Sobresalta a algunas naturalezas; adormece a otras. Para algunos es como el
golpe de una flecha que abre la sensibilidad a lo fúnebre de la vida; para
otros como un mazazo que al golpear adormece. Podemos entender que Murlock se
hubiera visto afectado de esa manera, pues en cuanto hubo terminado su piadoso
trabajo (y aquí nos movemos en campos más seguros que el de la simple conjetura),
dejándose caer en una silla al lado de la mesa sobre la que estaba el cuerpo, y
observando lo blanco que era el perfil del cadáver en la creciente oscuridad,
apoyó los brazos en el borde de la mesa y dejó caer el rostro sobre ellos,
todavía sin lágrimas, pero indeciblemente fatigado. ¡En ese momento entró por
la ventana abierta un sonido prolongado y gimiente, como el llanto de un niño
perdido en las profundidades de un bosque oscuro! Pero no se movió. Otra vez,
aunque más cerca que antes, sonó en sus sentidos ese grito ultraterreno. Quizás
fuera un animal salvaje; o quizás un sueño: pues Murlock estaba dormido.

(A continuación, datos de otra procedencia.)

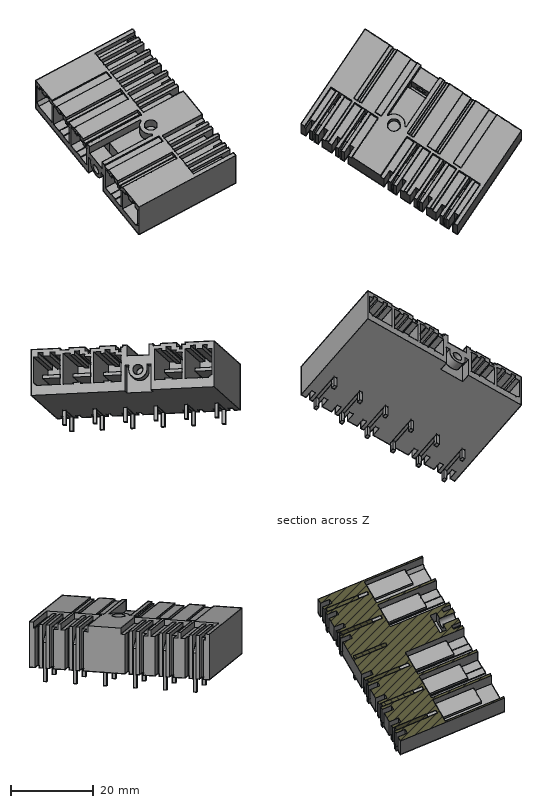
import cadquery as cq


WIDTH = 45.7
DEPTH = 28.3
HEIGHT = 11.45
POSITIONS = 6
PITCH = WIDTH / POSITIONS
FLANGE_INDEX = 3
POLE_INDICES = [i for i in range(POSITIONS) if i != FLANGE_INDEX]

CAVITY_DEPTH = 15.85
CAVITY_HALF_WIDTH = 3.45
CAVITY_FLOOR = 2.42
CAVITY_ROOF = 9.65
NOTCH_ROOF = 10.55
INNER_LEFT_ROOF = 10.1
INNER_LEFT_STEP = 1.7
INNER_RIGHT_ROOF = 9.0
INNER_RIGHT_STEP = 1.9
INNER_NOTCH_HALF_WIDTH = 0.65
BUMP_HALF_WIDTH = 0.9
BUMP_HEIGHT = 0.3
OUTER_WALL_X = 3.25
OUTER_NOTCH_NEAR = 0.85
OUTER_NOTCH_FAR = 2.1
OUTER_WALL_ROOF = 9.5
OUTER_INNER_ROOF = 9.8
CORNER_CHAMFER_X = 0.9
CORNER_CHAMFER_Z = 0.75

CODING_LENGTH = CAVITY_DEPTH
CODING_LEFT = -1.8
CODING_GROOVE_LEFT = -1.0
CODING_GROOVE_RIGHT = -0.5
CODING_RIGHT = 1.85
CODING_END_MARGIN = 0.4
LEDGE_Z = 10.42
GROOVE_Z = 9.85
SHALLOW_Z = 10.95
CODING_LIMITS = {
    1: (-CODING_END_MARGIN, CODING_RIGHT),
    2: (CODING_LEFT, CODING_RIGHT),
    3: (CODING_LEFT, 0.0),
    4: (0.0, CODING_RIGHT),
    5: (CODING_LEFT, CODING_END_MARGIN),
}

POCKET_FRONT_Y = 16.65
POCKET_DEPTH = 1.5
RIB_DROP = 0.5
POCKET_HALF_WIDTH = 3.45
POCKET_OUTER_HALF_WIDTH = 2.75
RIB_OUTER_X = 1.3
NOTCH_OUTER_X = 2.4
NOTCH_FRONT_Y = 25.8

FLANGE_HALF_WIDTH = 2.75
FLANGE_FLOOR = 8.75
FLANGE_BACK_Y = 14.75
POST_Y = 16.05
POST_RADIUS = 2.75
POST_HOLE_RADIUS = 1.55
RECESS_HALF_WIDTH = 3.25
RECESS_TOP = 6.4
RECESS_DEPTH = 2.4
BOSS_RADIUS = 2.3
BOSS_HOLE_RADIUS = 1.25
BOSS_Z = 5.2
NUT_WIDTH = 5.4
NUT_FRONT_Y = 4.15
NUT_BACK_Y = 5.75

SHEET = 0.82
LEG_LENGTH = 3.47
LEG_WIDTH = 1.0
LEG_SPACING = PITCH
LEG_REAR_Y = 27.75
PLATE_FRONT_Y = LEG_REAR_Y - LEG_SPACING - LEG_WIDTH
PLATE_STEP_Y = 21.65
PLATE_SLOPE_Y = 25.45
PLATE_TOP = 8.7
PLATE_STEP_TOP = 7.3
PLATE_REAR_TOP = 6.4
BLADE_BOTTOM = 5.25
BLADE_TOP = BLADE_BOTTOM + SHEET
BLADE_HALF_WIDTH = 2.2
BLADE_TIP_Y = 5.5


def block(x_range, y_range, z_range):
    """Box given by its limits along each axis."""
    (x0, x1), (y0, y1), (z0, z1) = x_range, y_range, z_range
    return cq.Workplane("XY").box(x1 - x0, y1 - y0, z1 - z0, centered=False).translate((x0, y0, z0))


def position_x(index):
    """Centre line of a position, counted from the left end."""
    return (index + 0.5) * PITCH - WIDTH / 2


def boundary_x(index):
    """Boundary on the left of a position."""
    return index * PITCH - WIDTH / 2


def cavity(outline):
    """Plug cavity with the given front outline, open at the front face."""
    return cq.Workplane("XZ").polyline(outline).close().extrude(-CAVITY_DEPTH)


def inner_cavity():
    """Cavity of a pole away from the ends, with a low bump on its floor."""
    return cavity([
        (-CAVITY_HALF_WIDTH, CAVITY_FLOOR),
        (-CAVITY_HALF_WIDTH, INNER_LEFT_ROOF),
        (-INNER_LEFT_STEP, INNER_LEFT_ROOF),
        (-INNER_LEFT_STEP, CAVITY_ROOF),
        (-INNER_NOTCH_HALF_WIDTH, CAVITY_ROOF),
        (-INNER_NOTCH_HALF_WIDTH, NOTCH_ROOF),
        (INNER_NOTCH_HALF_WIDTH, NOTCH_ROOF),
        (INNER_NOTCH_HALF_WIDTH, CAVITY_ROOF),
        (INNER_RIGHT_STEP, CAVITY_ROOF),
        (INNER_RIGHT_STEP, INNER_RIGHT_ROOF),
        (CAVITY_HALF_WIDTH, INNER_RIGHT_ROOF),
        (CAVITY_HALF_WIDTH, CAVITY_FLOOR),
        (BUMP_HALF_WIDTH, CAVITY_FLOOR),
        (BUMP_HALF_WIDTH, CAVITY_FLOOR + BUMP_HEIGHT),
        (-BUMP_HALF_WIDTH, CAVITY_FLOOR + BUMP_HEIGHT),
        (-BUMP_HALF_WIDTH, CAVITY_FLOOR),
    ])


def end_cavity():
    """Cavity of the leftmost pole; the rightmost pole uses its mirror image."""
    return cavity([
        (-OUTER_WALL_X, CAVITY_FLOOR + CORNER_CHAMFER_Z),
        (-OUTER_WALL_X, OUTER_WALL_ROOF),
        (-OUTER_NOTCH_FAR, OUTER_WALL_ROOF),
        (-OUTER_NOTCH_FAR, NOTCH_ROOF),
        (-OUTER_NOTCH_NEAR, NOTCH_ROOF),
        (-OUTER_NOTCH_NEAR, CAVITY_ROOF),
        (OUTER_NOTCH_NEAR, CAVITY_ROOF),
        (OUTER_NOTCH_NEAR, NOTCH_ROOF),
        (OUTER_NOTCH_FAR, NOTCH_ROOF),
        (OUTER_NOTCH_FAR, OUTER_INNER_ROOF),
        (CAVITY_HALF_WIDTH, OUTER_INNER_ROOF),
        (CAVITY_HALF_WIDTH, CAVITY_FLOOR),
        (-OUTER_WALL_X + CORNER_CHAMFER_X, CAVITY_FLOOR),
    ])


def rear_pocket(left, right):
    """Shallow pocket around the two ribs, with a through notch at the rear on each side of them."""
    pocket = block((left, right), (POCKET_FRONT_Y, DEPTH), (HEIGHT - POCKET_DEPTH, HEIGHT))
    ribs = block((-RIB_OUTER_X, RIB_OUTER_X), (0, DEPTH), (0, HEIGHT - RIB_DROP))
    pocket = pocket.cut(ribs)
    for x_range in [(-NOTCH_OUTER_X, -RIB_OUTER_X), (RIB_OUTER_X, NOTCH_OUTER_X)]:
        pocket = pocket.union(block(x_range, (NOTCH_FRONT_Y, DEPTH), (0, HEIGHT)))
    return pocket


def contact_slot():
    """Slot between the ribs: full height around the contact plate, and down to the blade before it."""
    x_range = (-SHEET / 2, SHEET / 2)
    plate_slot = block(x_range, (PLATE_FRONT_Y, DEPTH), (0, HEIGHT))
    return plate_slot.union(block(x_range, (POCKET_FRONT_Y, PLATE_FRONT_Y), (BLADE_TOP, HEIGHT)))


def coding_slot(left, right):
    """Open-front slot in the top face; a ledge and a deeper groove appear where it reaches them."""
    y_range = (0, CODING_LENGTH)
    slot = block((max(left, CODING_GROOVE_RIGHT), right), y_range, (SHALLOW_Z, HEIGHT))
    if left <= CODING_LEFT:
        ledge = block((CODING_LEFT, CODING_GROOVE_LEFT), y_range, (LEDGE_Z, HEIGHT))
        groove = block((CODING_GROOVE_LEFT, CODING_GROOVE_RIGHT), y_range, (GROOVE_Z, HEIGHT))
        slot = slot.union(ledge).union(groove)
    return slot


def cut_flange(body):
    """Screw flange: top pocket with a screw post, front boss in a recess, and a nut slot behind it."""
    x_range = (-FLANGE_HALF_WIDTH, FLANGE_HALF_WIDTH)
    pocket = block(x_range, (0, FLANGE_BACK_Y), (FLANGE_FLOOR, HEIGHT))
    post = cq.Workplane("XY").center(0, POST_Y).circle(POST_RADIUS).extrude(HEIGHT)
    post_hole = (
        cq.Workplane("XY", origin=(0, POST_Y, FLANGE_FLOOR))
        .circle(POST_HOLE_RADIUS)
        .extrude(HEIGHT - FLANGE_FLOOR)
    )

    recess = block((-RECESS_HALF_WIDTH, RECESS_HALF_WIDTH), (0, RECESS_DEPTH), (0, RECESS_TOP))
    boss = cq.Workplane("XZ").center(0, BOSS_Z).circle(BOSS_RADIUS).extrude(-RECESS_DEPTH)
    boss = boss.union(block((-BOSS_RADIUS, BOSS_RADIUS), (0, RECESS_DEPTH), (BOSS_Z, RECESS_TOP)))
    boss_hole = cq.Workplane("XZ").center(0, BOSS_Z).circle(BOSS_HOLE_RADIUS).extrude(-NUT_FRONT_Y)

    nut_slot = block(
        (-NUT_WIDTH / 2, NUT_WIDTH / 2),
        (NUT_FRONT_Y, NUT_BACK_Y),
        (BOSS_Z - NUT_WIDTH / 2, FLANGE_FLOOR),
    )
    for cutter in [pocket.cut(post), post_hole, recess.cut(boss), boss_hole, nut_slot]:
        body = body.cut(cutter.translate((position_x(FLANGE_INDEX), 0, 0)))
    return body


def contact_plate():
    """Upright sheet with a stepped top edge and two solder legs."""
    front_leg_rear_y = PLATE_FRONT_Y + LEG_WIDTH
    rear_leg_front_y = LEG_REAR_Y - LEG_WIDTH
    outline = [
        (PLATE_FRONT_Y, -LEG_LENGTH),
        (PLATE_FRONT_Y, PLATE_STEP_TOP),
        (PLATE_STEP_Y, PLATE_STEP_TOP),
        (PLATE_STEP_Y, PLATE_TOP),
        (PLATE_SLOPE_Y, PLATE_TOP),
        (LEG_REAR_Y, PLATE_REAR_TOP),
        (LEG_REAR_Y, -LEG_LENGTH),
        (rear_leg_front_y, -LEG_LENGTH),
        (rear_leg_front_y, 0),
        (front_leg_rear_y, 0),
        (front_leg_rear_y, -LEG_LENGTH),
    ]
    return cq.Workplane("YZ").polyline(outline).close().extrude(SHEET / 2, both=True)


def pole_contact():
    """Contact plate with a flat blade reaching forward into the cavity."""
    blade = block(
        (-BLADE_HALF_WIDTH, BLADE_HALF_WIDTH),
        (BLADE_TIP_Y, PLATE_FRONT_Y),
        (BLADE_BOTTOM, BLADE_TOP),
    )
    return contact_plate().union(blade)


def make_housing(contacts):
    """Housing with every cavity and slot, and a fitting recess for each contact."""
    body = block((-WIDTH / 2, WIDTH / 2), (0, DEPTH), (0, HEIGHT))

    end_pole = end_cavity().union(rear_pocket(-POCKET_OUTER_HALF_WIDTH, POCKET_HALF_WIDTH))
    inner_pole = inner_cavity().union(rear_pocket(-POCKET_HALF_WIDTH, POCKET_HALF_WIDTH))
    for i in POLE_INDICES:
        if i == 0:
            pole = end_pole
        elif i == POSITIONS - 1:
            pole = end_pole.mirror("YZ")
        else:
            pole = inner_pole
        body = body.cut(pole.union(contact_slot()).translate((position_x(i), 0, 0)))

    for i, (left, right) in CODING_LIMITS.items():
        body = body.cut(coding_slot(left, right).translate((boundary_x(i), 0, 0)))

    body = cut_flange(body)

    for contact in contacts:
        body = body.cut(contact)
    return body


pole_contacts = [pole_contact().translate((position_x(i), 0, 0)) for i in POLE_INDICES]
anchor = contact_plate().translate((position_x(FLANGE_INDEX), 0, 0))

housing = make_housing(pole_contacts + [anchor])
result = cq.Compound.makeCompound(
    [housing.val(), anchor.val()] + [contact.val() for contact in pole_contacts]
)

Unas horas más tarde, como se supo después, aquel
vigilante poco cumplidor despertó, levantó la cabeza que tenía apoyada en los
brazos y escuchó atentamente, aunque no sabía qué. En la negra oscuridad, al
lado del cadáver, recordándolo todo sin sobresaltarse, forzó sus ojos para ver,
pero no sabía qué. Todos sus sentidos estaban alerta, la respiración
suspendida, la sangre había aquietado su movimiento como para ayudar al
silencio. ¿Quién, qué le había despertado, y dónde estaba?
De pronto la mesa se agitó bajo sus brazos, y en ese
momento oyó, o creyó oír, un paso ligero y suave... y otro más... ¡sonaba como
si unos pies descalzos caminaran sobre el suelo!
Estaba tan aterrado que no podía gritar ni moverse.
Se vio obligado a esperar, a esperar allí en la oscuridad durante lo que le
parecieron siglos, conociendo el máximo terror que un hombre puede conocer, y
vivir para contarlo. Intentó vanamente pronunciar el nombre de su esposa
muerta, estirar vanamente su mano a través de la mesa para saber si ella estaba
allí. Pero su garganta se había quedado impotente y sus brazos y manos
le pesaban como si fueran de plomo. Sucedió entonces algo aterrador. Un cuerpo
pesado debió lanzarse contra la mesa con tal impulso que la levantó contra el
pecho del hombre y llegó casi a derribarle, y en ese mismo instante oyó y sintió
la caída de algo en el suelo con un golpetazo tan violento que el impacto
sacudió la casa entera. Se produjo después una refriega y una confusión de
sonidos imposible de describir. Murlock se había puesto en pie. Por el exceso
de miedo, había perdido el control de sus facultades. Lanzó las manos sobre la
mesa y no encontró nada allí.
Hay un punto en el que el terror puede convertirse
en locura; y la locura incita a la acción. Sin ninguna intención definida, sin
más motivo que el impulso inexplicable de un loco, Murlock saltó hacia la
pared, tanteando un poco cogió el rifle cargado y disparó sin apuntar. Cuando
el destello iluminó vivamente la habitación, vio una pantera enorme que arrastraba
a la mujer muerta hacia la ventana, con los colmillos clavados en su garganta.
Se produjo entonces una oscuridad mayor todavía que la anterior, y silencio;
cuando recuperó la conciencia el sol estaba alto y en el bosque se escuchaba el
canto de los pájaros.
El cadáver yacía cerca de la ventana, donde lo había
dejado la pantera cuando se asustó por el destello y el sonido del rifle. Tenía
las ropas arrancadas, los largos cabellos en desorden, los miembros extendidos
de cualquier manera. De la garganta, terriblemente herida, había brotado un
chorro de sangre que formó un charco que todavía no había terminado de
coagularse. La cinta con la que él le había atado las muñecas estaba rota; las
manos, apretadas. Entre los dientes tenía un fragmento de la oreja del animal.